- **PROBLEM TO SOLVE**: Out of the material that follows, write out exactly the lines from the line with "before: (262, 331, 443, 382)" to the line with "Mesh me_cube_001 is new.", both ends included, and no others.

----------------

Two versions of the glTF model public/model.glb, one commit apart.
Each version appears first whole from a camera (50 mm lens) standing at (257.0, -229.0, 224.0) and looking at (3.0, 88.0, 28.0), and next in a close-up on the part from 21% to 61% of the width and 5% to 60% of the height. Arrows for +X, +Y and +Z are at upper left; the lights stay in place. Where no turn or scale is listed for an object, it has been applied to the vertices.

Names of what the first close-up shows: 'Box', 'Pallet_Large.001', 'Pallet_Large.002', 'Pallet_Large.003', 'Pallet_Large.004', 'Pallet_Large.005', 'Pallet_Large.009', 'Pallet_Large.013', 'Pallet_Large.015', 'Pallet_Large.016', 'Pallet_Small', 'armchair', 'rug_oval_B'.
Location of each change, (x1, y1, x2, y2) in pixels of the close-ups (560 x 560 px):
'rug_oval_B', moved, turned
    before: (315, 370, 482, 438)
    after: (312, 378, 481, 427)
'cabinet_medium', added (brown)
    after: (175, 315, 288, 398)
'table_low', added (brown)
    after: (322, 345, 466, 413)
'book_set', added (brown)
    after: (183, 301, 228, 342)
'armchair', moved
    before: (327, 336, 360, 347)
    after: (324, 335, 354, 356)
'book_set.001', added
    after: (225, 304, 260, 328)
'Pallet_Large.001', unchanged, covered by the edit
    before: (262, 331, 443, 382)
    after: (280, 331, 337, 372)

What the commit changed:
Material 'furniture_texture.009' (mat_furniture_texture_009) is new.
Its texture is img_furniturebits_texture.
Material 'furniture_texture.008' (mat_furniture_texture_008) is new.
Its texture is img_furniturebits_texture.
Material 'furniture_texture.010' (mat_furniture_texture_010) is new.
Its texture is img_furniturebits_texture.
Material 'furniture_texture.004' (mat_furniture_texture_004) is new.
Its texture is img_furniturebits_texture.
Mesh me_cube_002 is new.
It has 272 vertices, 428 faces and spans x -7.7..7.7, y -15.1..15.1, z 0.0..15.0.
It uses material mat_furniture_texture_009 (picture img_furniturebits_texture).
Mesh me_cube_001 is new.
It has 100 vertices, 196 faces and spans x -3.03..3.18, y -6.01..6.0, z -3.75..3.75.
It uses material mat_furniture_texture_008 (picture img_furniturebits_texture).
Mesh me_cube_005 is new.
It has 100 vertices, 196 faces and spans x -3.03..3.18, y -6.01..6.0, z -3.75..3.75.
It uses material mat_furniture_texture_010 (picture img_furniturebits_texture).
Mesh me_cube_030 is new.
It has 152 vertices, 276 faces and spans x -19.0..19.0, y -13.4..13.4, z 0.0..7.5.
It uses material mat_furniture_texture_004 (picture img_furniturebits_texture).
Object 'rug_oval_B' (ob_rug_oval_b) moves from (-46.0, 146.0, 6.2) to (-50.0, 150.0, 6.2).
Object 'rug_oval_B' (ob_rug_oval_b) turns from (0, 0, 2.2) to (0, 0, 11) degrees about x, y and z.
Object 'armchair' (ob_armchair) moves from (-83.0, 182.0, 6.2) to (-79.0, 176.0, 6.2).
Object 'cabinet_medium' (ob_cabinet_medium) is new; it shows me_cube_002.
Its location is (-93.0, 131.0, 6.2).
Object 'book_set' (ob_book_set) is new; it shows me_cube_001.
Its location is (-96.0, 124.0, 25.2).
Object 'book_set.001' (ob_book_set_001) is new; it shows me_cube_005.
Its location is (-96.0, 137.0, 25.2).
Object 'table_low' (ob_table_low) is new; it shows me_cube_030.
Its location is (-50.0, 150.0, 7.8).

----------------

- **RESULT OF THE EXERCISE**:
    before: (262, 331, 443, 382)
    after: (280, 331, 337, 372)

What the commit changed:
Material 'furniture_texture.009' (mat_furniture_texture_009) is new.
Its texture is img_furniturebits_texture.
Material 'furniture_texture.008' (mat_furniture_texture_008) is new.
Its texture is img_furniturebits_texture.
Material 'furniture_texture.010' (mat_furniture_texture_010) is new.
Its texture is img_furniturebits_texture.
Material 'furniture_texture.004' (mat_furniture_texture_004) is new.
Its texture is img_furniturebits_texture.
Mesh me_cube_002 is new.
It has 272 vertices, 428 faces and spans x -7.7..7.7, y -15.1..15.1, z 0.0..15.0.
It uses material mat_furniture_texture_009 (picture img_furniturebits_texture).
Mesh me_cube_001 is new.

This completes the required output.